Water Jug Problem using Breath First Search
Water Jug Problem AI
Problem Statement:
In a Water Jug Problem you are given two jugs, one 4-gallon and one 3-gallon, a pump which has unlimited water which you can use to fill the jug, and
the ground on which water may be poured. Neither jug has any measuring
markings on it. How can you get exactly 2 gallons of water in the 4-gallon jug?
This problem can be solve using multiple techniques of Artificial Intelligence (AI). Here we are going to solve the Water Jug Problem using the Breath First Search (BFS) Algorithm.
Firstly, let include all the header files. Now we have to define a structure for the nodes which we are going to use it for the further process. Below code snippet of code is for the same.
#include<stdio.h>
#include<conio.h>
struct node{
int x, y;
struct node *next;
}*root, *left, *right;
Now we have to display the result of the give value of the gallons to the problem statement which can be done from the following way.
void BFS(int reqJug1, int reqJug2)
{
struct node *temp1 = left, *temp2 = right;
printf("\nBFS ANSWER IS==>\n");
printf("(%d , %d)\n", root->x, root->y);
while(1)
{
printf("(%d , %d)\n", temp1->x, temp1->y);
if((temp1->x == reqJug1)&&(temp1->y == reqJug2))
break;
temp1 = temp1->next;
printf("(%d , %d)\n", temp2->x, temp2->y);
if((temp2->x == reqJug1)&&(temp2->y == reqJug2))
break;
temp2 = temp2->next;
}
}
Now we have to check weather the node which is generated previously or not. If it is generated early we have to skip that node because it will generate a cycle in the structure which will behave as a graph and not a tree and it will be not acceptable as the desired result.
int isNodePresent(struct node *nextState, int maxJug1, int maxJug2, int reqJug1, int reqJug2)
{
struct node *temp;
if((nextState->x == reqJug1) && (nextState->y == reqJug2))
return(0);
if((nextState->x == maxJug1) && (nextState->y == maxJug2))
return(1);
if((nextState->x == 0) && (nextState->y == 0))
return(1);
temp = left;
while(1)
{
if((temp->x == nextState->x) && (temp->y == nextState->y))
return(1);
else if(temp->next == NULL)
break;
else
temp = temp->next;
}
temp = right;
while(1)
{
if((temp->x == nextState->x) && (temp->y == nextState->y))
return(1);
else if(temp->next == NULL)
break;
temp = temp->next;
}
return(0);
}
As we had already define the structure of our required node, we have to just simply use that structure and generate a node to store the value of the manipulated gallons and use it to generate a tree.

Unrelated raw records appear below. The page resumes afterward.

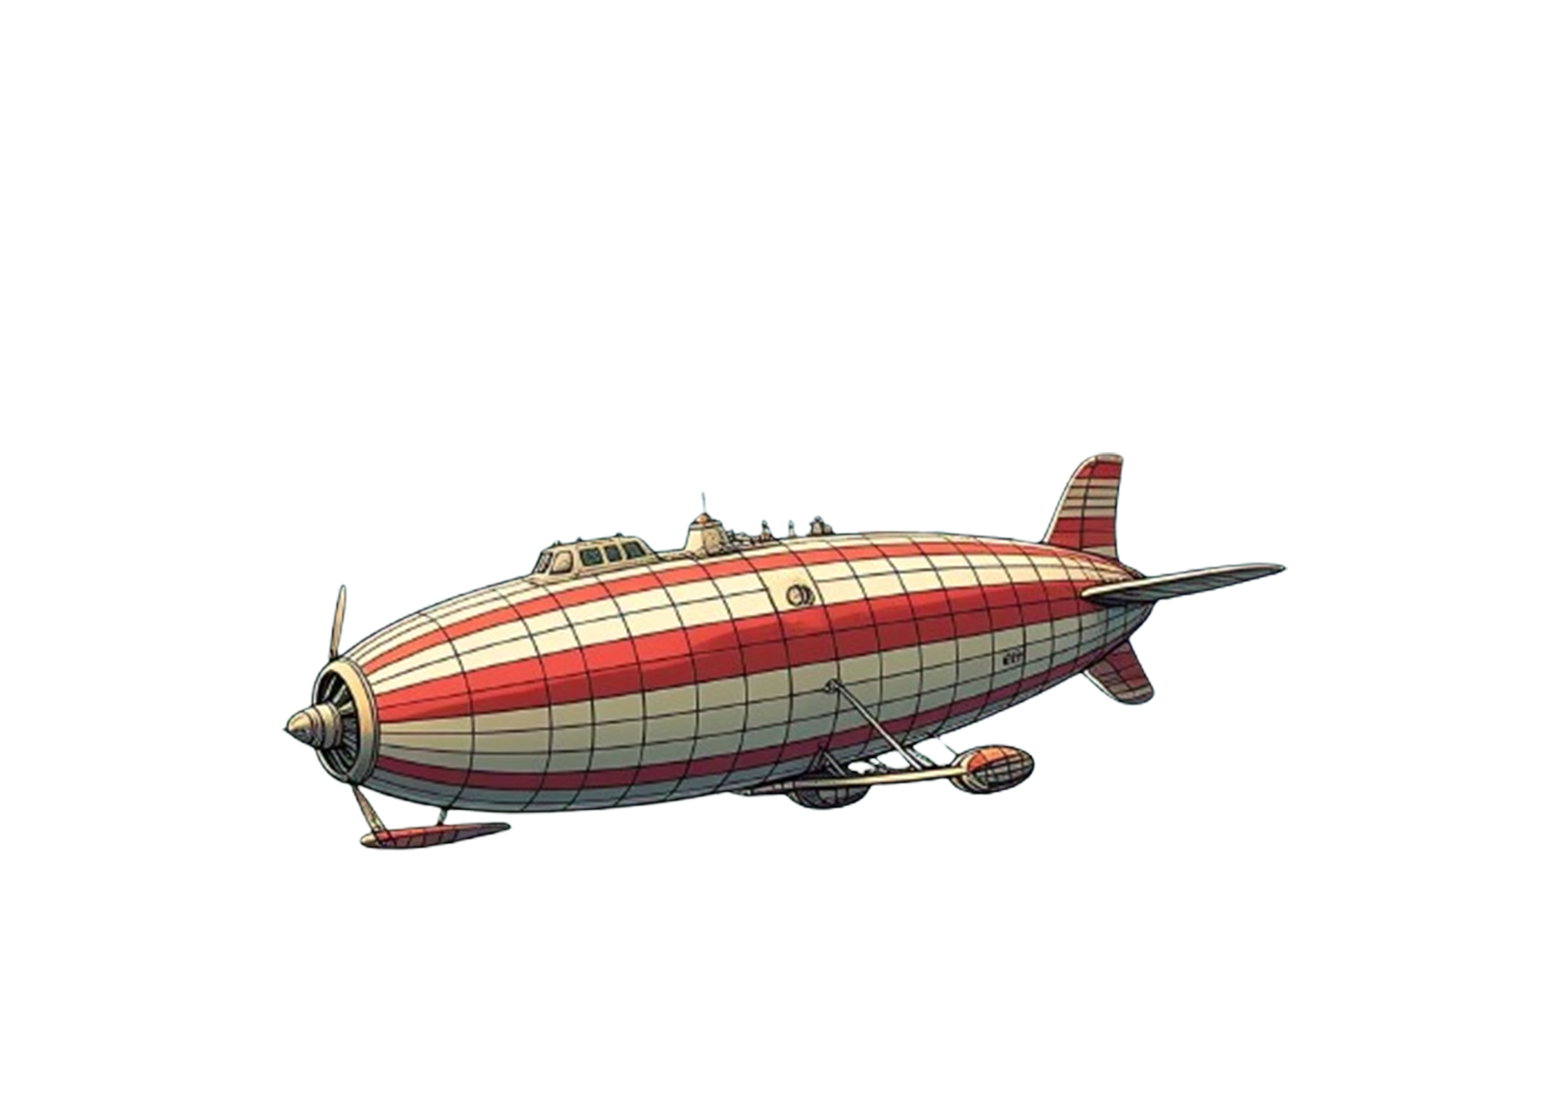
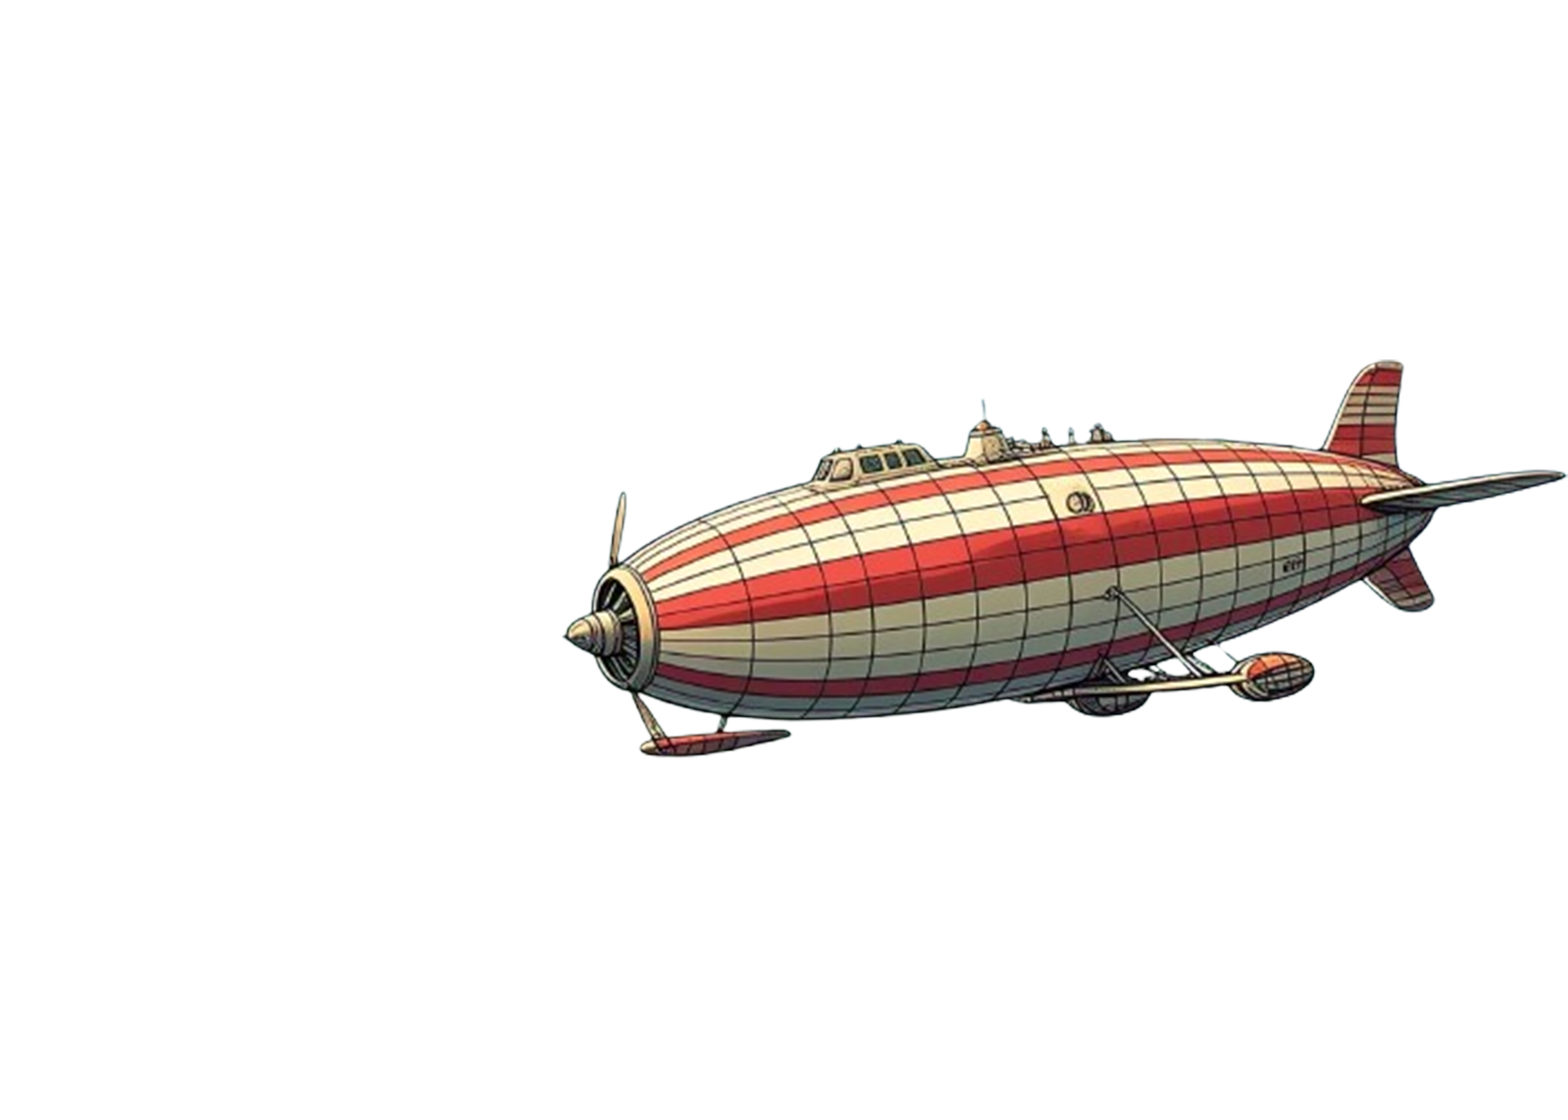
Layers edited between the first and the second 1568 x 1120 image:
painted on "WhatsApp_Image_2025-02-28_at_1.14.36_AM-removebg-preview" over [left=280, top=359, right=1568, bottom=852]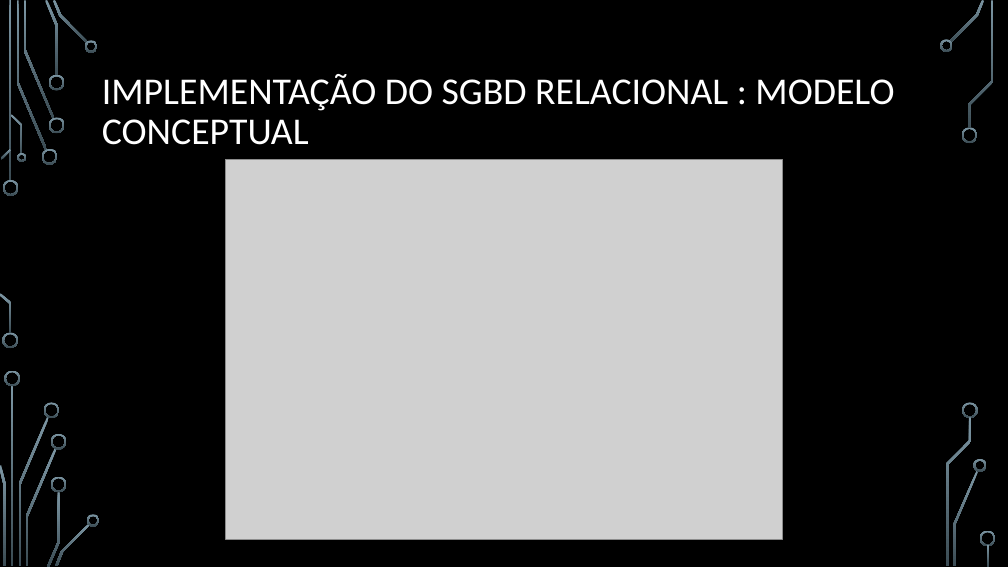
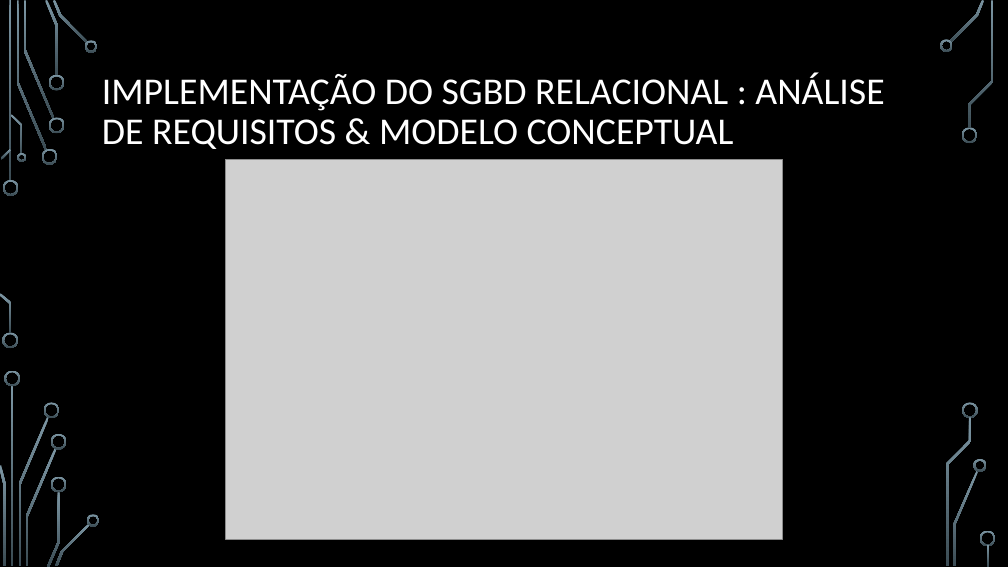
Before and after one commit to nelson31/BD1920, a slide deck: slide 5 of relatorio/Presentation/presentation.pptx (slide 6 before the commit). Drawn at 1008x567 pixels with LibreOffice and Linux fonts; fonts in the diff are those of the drawing; grey boxes stand for pictures; background and template pictures are left out. Boxes give left, top, right and bottom in pixels: in the first picture for what was removed or moved away, otherwise in the second. Text is boxed around its words. In the diff, an @@ line names an element or a change of style, - is before the commit and + after.

```diff
--- a/relatorio/Presentation/presentation.pptx
+++ b/relatorio/Presentation/presentation.pptx
@@ title at box(102, 72, 884, 149): text changed @@
-IMPLEMENTAÇÃO DO SGBD RELACIONAL : MODELO CONCEPTUAL
+IMPLEMENTAÇÃO DO SGBD RELACIONAL : ANÁLISE DE REQUISITOS & MODELO CONCEPTUAL
```
Also in this commit, not shown: 2 other slides changed, 1 slide removed.
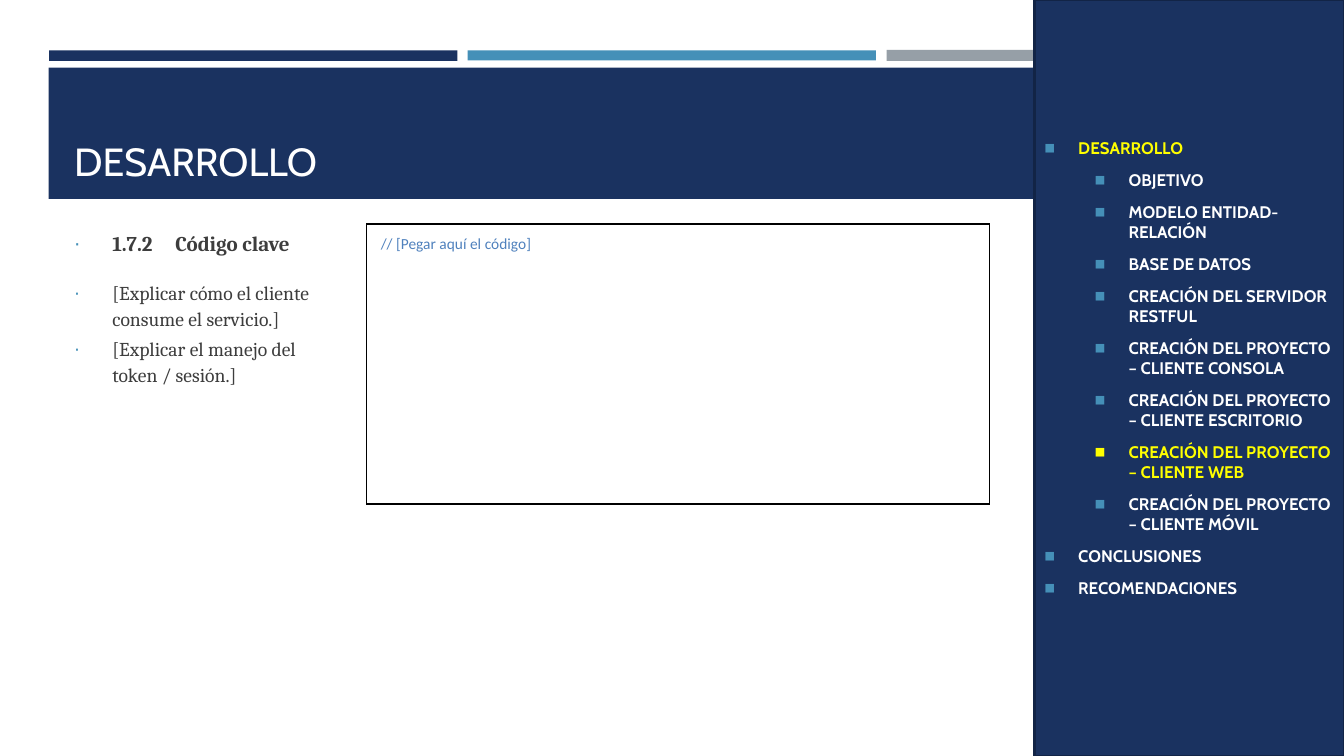
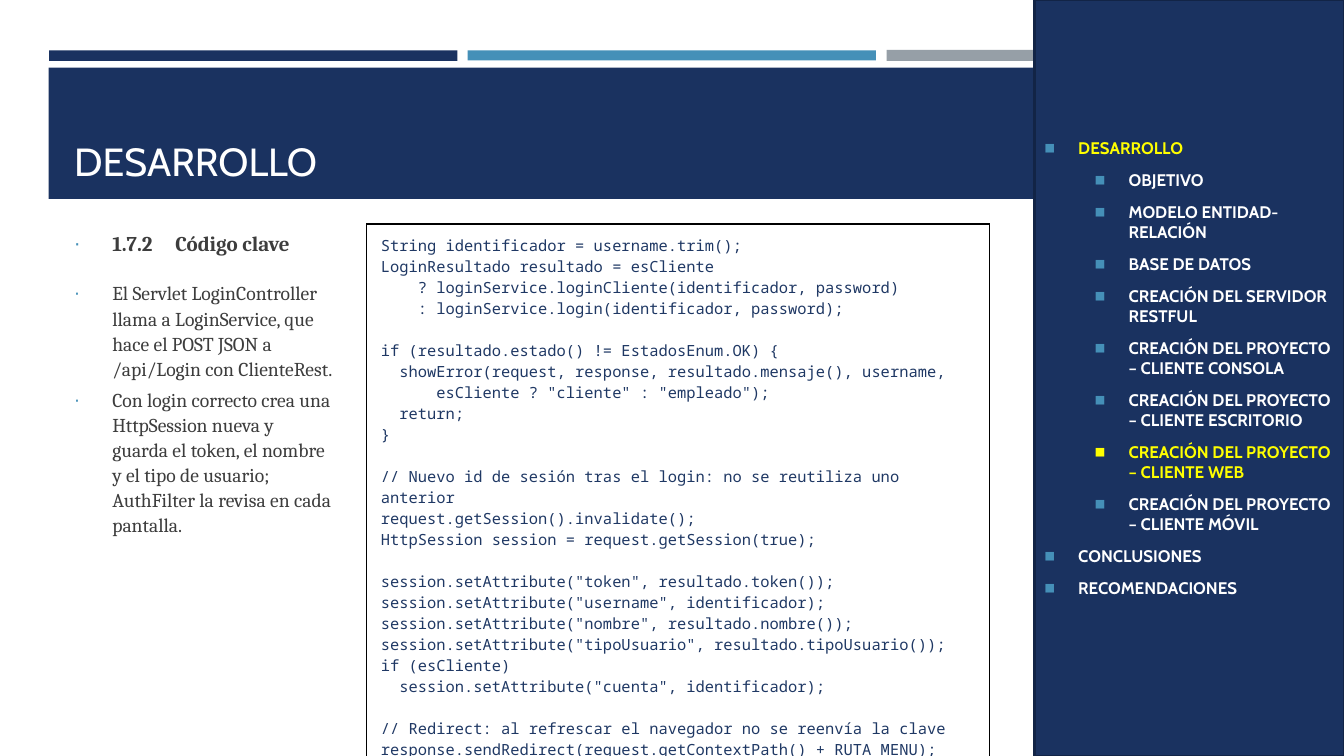
Before and after one commit to IMarcusDev/TI.1.3.-PAO202651_RESTFUL_JAVA_CONBDD_NRC36883_GR04, a slide deck: slide 24 of 05. DOCUMENTACION/PRESENTACION TI.1.3. RESTFUL con BDD en JAVA GR4.pptx (slide 22 before the commit). Drawn at 1344x756 pixels with LibreOffice and Linux fonts; fonts in the diff are those of the drawing. Boxes give left, top, right and bottom in pixels: in the first picture for what was removed or moved away, otherwise in the second. Text is boxed around its words. In the diff, an @@ line names an element or a change of style, - is before the commit and + after.

```diff
--- a/05. DOCUMENTACION/PRESENTACION TI.1.3. RESTFUL con BDD en JAVA GR4.pptx
+++ b/05. DOCUMENTACION/PRESENTACION TI.1.3. RESTFUL con BDD en JAVA GR4.pptx
@@ table at box(367, 224, 990, 756) @@
@@ row 1, column 1: "// [Pegar aquí el código]" to "String identificador = username.trim(); / LoginResultado resultado = esCliente / ? loginService.loginCliente(identificador, password) / : loginService.login(identificador, password); / if (resultado.estado() != EstadosEnum.OK) { / showError(request, response, resultado.mensaje(), username, / esCliente ? "cliente" : "empleado"); / return; / } / // Nuevo id de sesión tras el login: no se reutiliza uno anterior / request.getSession().invalidate(); / HttpSession session = request.getSession(true); / session.setAttribute("token", resultado.token()); / session.setAttribute("username", identificador); / session.setAttribute("nombre", resultado.nombre()); / session.setAttribute("tipoUsuario", resultado.tipoUsuario()); / if (esCliente) / session.setAttribute("cuenta", identificador); / // Redirect: al refrescar el navegador no se reenvía la clave / response.sendRedirect(request.getContextPath() + RUTA_MENU);" @@
@@ text at box(112, 286, 332, 536): text changed @@
-∙ [Explicar cómo el cliente consume el servicio.]
-∙ [Explicar el manejo del token / sesión.]
+∙ El Servlet LoginController llama a LoginService, que hace el POST JSON a /api/Login con ClienteRest.
+∙ Con login correcto crea una HttpSession nueva y guarda el token, el nombre y el tipo de usuario; AuthFilter la revisa en cada pantalla.
```
Also in this commit, not shown: 19 other slides changed, 4 slides added.

struct node* genNewState(struct node *crntState, int maxJug1, int maxJug2, int reqJug1, int reqJug2)
{
int d;
struct node *nextState;
nextState = (struct node*)malloc(sizeof(struct node));
nextState->x = maxJug1;
nextState->y = crntState->y;
if(isNodePresent(nextState, maxJug1, maxJug2, reqJug1, reqJug2) != 1)
return(nextState);
nextState->x = crntState->x;
nextState->y = maxJug2;
if(isNodePresent(nextState, maxJug1, maxJug2, reqJug1, reqJug2) != 1)
return(nextState);
nextState->x = 0;
nextState->y = crntState->y;
if(isNodePresent(nextState, maxJug1, maxJug2, reqJug1, reqJug2) != 1)
return(nextState);
nextState->y = 0;
nextState->x = crntState->x;
if(isNodePresent(nextState, maxJug1, maxJug2, reqJug1, reqJug2) != 1)
return(nextState);
if((crntState->y < maxJug2) && (crntState->x != 0))
{
d = maxJug2 - crntState->y;
if(d >= crntState->x)
{
nextState->x = 0;
nextState->y = crntState->y + crntState->x;
}
else
{
nextState->x = crntState->x - d;
nextState->y = crntState->y + d;
}
if(isNodePresent(nextState, maxJug1, maxJug2, reqJug1, reqJug2) != 1)
return(nextState);
}
if((crntState->x < maxJug1) && (crntState->y != 0))
{
d = maxJug1 - crntState->x;
if(d >= crntState->y)
{
nextState->y = 0;
nextState->x = crntState->x + crntState->y;
}
else
{
nextState->y = crntState->y - d;
nextState->x = crntState->x + d;
}
if(isNodePresent(nextState, maxJug1, maxJug2, reqJug1, reqJug2) != 1)
return(nextState);
}
return(NULL);
}
As all the nodes are ready by there values stored in it, we have to now assemble all the nodes and generate the tree of the give problem statement.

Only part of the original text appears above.